Kommt Dir das irgendwie bekannt vor?
Dann gehörst Du vermutlich zu den vielen Menschen, die morgens schlecht aus dem Bett kommen und eher schlecht gelaunt sind. Mit anderen Worten: Du bist ein Morgenmuffel.

14 erfrischende Tipps, mit denen Du zukünftig besser früh aufstehen wirst!

Früh aufstehen fällt Dir schwer? Mit den folgenden 14 Tipps verwandelst Du Dich von der morgens trägen Nachteule zur hellwachen Lerche, von der liegen gebliebenen Semmel zum aus dem Bett hüpfenden Toast. Also raus aus den Federn und rein in den Tag!

1

Notiere Dir 3 Motivations-Gründe, weshalb Du früh aufstehen solltest

„Motivation bewegt Dich zum Start. Gewohnheit sorgt dafür, dass Du dranbleibst.“
– Jim Rohn

Weshalb lohnt es sich für Dich, morgens früh aufzustehen? Mache Dir Gedanken darüber, was Du morgens alles erledigen möchtest.

Vielleicht startest Du besser in den Tag, wenn Du bereits morgens etwas Gutes für Deinen Körper getan hast?
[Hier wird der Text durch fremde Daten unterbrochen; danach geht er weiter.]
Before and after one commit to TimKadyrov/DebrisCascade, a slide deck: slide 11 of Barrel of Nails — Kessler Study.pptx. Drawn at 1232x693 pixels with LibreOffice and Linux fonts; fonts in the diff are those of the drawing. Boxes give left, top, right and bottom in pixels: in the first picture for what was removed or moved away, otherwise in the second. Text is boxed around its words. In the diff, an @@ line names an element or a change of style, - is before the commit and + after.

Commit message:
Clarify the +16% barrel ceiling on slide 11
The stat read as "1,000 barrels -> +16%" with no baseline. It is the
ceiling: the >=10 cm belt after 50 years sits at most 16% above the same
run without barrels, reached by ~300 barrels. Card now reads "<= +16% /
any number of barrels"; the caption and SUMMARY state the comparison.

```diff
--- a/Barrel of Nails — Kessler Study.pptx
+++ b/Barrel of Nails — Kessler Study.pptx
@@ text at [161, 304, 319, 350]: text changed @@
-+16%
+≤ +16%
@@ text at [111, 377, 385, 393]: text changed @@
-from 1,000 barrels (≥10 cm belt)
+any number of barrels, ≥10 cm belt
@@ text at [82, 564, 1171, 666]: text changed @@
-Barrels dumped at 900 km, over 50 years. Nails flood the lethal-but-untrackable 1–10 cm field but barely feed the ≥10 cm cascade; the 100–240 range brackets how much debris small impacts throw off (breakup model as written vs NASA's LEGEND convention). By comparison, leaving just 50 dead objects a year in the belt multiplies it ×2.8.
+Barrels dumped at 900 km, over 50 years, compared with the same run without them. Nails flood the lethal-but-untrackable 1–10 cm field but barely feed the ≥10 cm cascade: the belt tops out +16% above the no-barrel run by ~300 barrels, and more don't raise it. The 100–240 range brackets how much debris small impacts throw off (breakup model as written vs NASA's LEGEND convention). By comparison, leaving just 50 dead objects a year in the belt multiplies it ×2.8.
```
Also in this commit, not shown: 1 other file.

Denn manchmal bleibt am Ende des Tages nur noch wenig Zeit für Sport. Ein kurzes morgendliches Workout oder auch ein leckeres Frühstück zu planen, kann Dir morgens auf die Sprünge helfen.
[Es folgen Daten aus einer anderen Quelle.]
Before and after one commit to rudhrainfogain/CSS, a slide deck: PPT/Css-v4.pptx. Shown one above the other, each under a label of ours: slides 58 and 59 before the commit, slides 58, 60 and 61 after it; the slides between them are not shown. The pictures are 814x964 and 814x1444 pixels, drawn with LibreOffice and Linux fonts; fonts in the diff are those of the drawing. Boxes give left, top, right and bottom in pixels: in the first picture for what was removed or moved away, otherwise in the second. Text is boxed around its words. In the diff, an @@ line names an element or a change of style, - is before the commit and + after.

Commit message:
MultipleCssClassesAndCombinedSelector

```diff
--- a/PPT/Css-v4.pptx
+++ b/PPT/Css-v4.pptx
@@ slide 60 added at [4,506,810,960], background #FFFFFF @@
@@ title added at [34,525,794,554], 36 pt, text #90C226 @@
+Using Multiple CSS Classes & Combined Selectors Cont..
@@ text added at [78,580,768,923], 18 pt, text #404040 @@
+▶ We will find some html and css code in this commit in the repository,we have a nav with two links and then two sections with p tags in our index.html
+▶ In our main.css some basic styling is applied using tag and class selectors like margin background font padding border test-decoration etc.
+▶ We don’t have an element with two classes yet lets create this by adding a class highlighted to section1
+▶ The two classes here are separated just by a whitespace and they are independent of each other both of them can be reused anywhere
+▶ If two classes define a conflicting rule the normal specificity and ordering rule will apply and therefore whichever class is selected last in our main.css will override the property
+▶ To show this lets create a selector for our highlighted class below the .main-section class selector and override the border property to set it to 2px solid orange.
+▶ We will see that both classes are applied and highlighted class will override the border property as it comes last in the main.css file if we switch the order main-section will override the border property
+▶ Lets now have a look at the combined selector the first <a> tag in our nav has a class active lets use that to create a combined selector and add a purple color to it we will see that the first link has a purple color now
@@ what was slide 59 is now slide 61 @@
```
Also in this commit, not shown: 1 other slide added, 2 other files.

früh aufstehen morgenroutine

Notiere Dir daher jetzt insgesamt 3 Motivations-Gründe, um bereits Morgen das erste Mal früher aufzustehen! Hänge Dir diese Notiz an einen sichtbaren Ort, um Dich immer wieder daran zu erinnern.

2

Erstelle Dir Dein persönliches Morgenritual!

Wie stellst Du Dir den perfekten Morgen vor? Die Art, wie Du Deinen Morgen verbringst, kann die Stimmung für den restlichen Tag erheblich beeinflussen.
Stehst Du entspannt auf und nimmst Dir Zeit für Dich selbst, wirst Du positiv gestimmt in den Tag starten. Mache Dir daher Gedanken darüber, wie Dein perfekter Morgen aussehen könnte und notiere Dir diese Punkte. Das könnte beispielsweise so aussehen:

  • 05:30 Uhr: Nach dem ersten Weckerklingeln aufstehen und ordentlich strecken
  • 05:35 Uhr: Meine Lieblingsmusik aufdrehen und dazu tanzen!
  • 05:45: Ein kurzes Workout einlegen
  • 05:55: Eine Dusche nehmen
  • 06:20: Gemütlich einen Kaffee trinken und dabei in meinem Lieblingsmagazin lesen
  • 06:30: Ein leckeres Frühstück zubereiten und essen
  • 06:55: Vor den Spiegel stellen, lächeln und mir sagen: „Das wird ein großartiger Tag! Du schaffst das!“
  • 07:00: Das Haus mit einem breiten Lächeln verlassen

Wichtig ist, dass Du bewusst in den Morgen startest und gleich zu Beginn Kontrolle über den Tag gewinnst. Mit einem gesunden Morgenritual wirst Du viel besser früh aufstehen können. Es wird Dir Kraft, Entspannung und Energie schenken und den Morgenmuffel vertreiben!

3

Hinterfrage und verbessere Deine bisherige Morgenroutine

Gehörst Du zu den Menschen, die gerne das Frühstück ausfallen lassen, nur um länger zu schlafen? Oder zu denen, die erst nach dem vierten Snooze-Klingeln aufstehen?
Eine solche Morgenroutine sorgt sicherlich nicht für gute Laune und einen entspannten Morgen, sondern nur für eines und zwar Stress. Sie ist aber sehr leicht ausbaufähig. Überlege Dir jetzt, wie Du Deine morgendliche Routine verbessern könntest und welche Gewohnheiten Du ablegen möchtest. Vielleicht kannst Du Deine Snooze-Anzahl nach und nach reduzieren. Dann bleibt auch genug Zeit, um das Frühstück zumindest zuhause in Ruhe vorbereiten zu können.

4

Schreibe vorm Schlafengehen eine To-Do-Liste für den nächsten Tag !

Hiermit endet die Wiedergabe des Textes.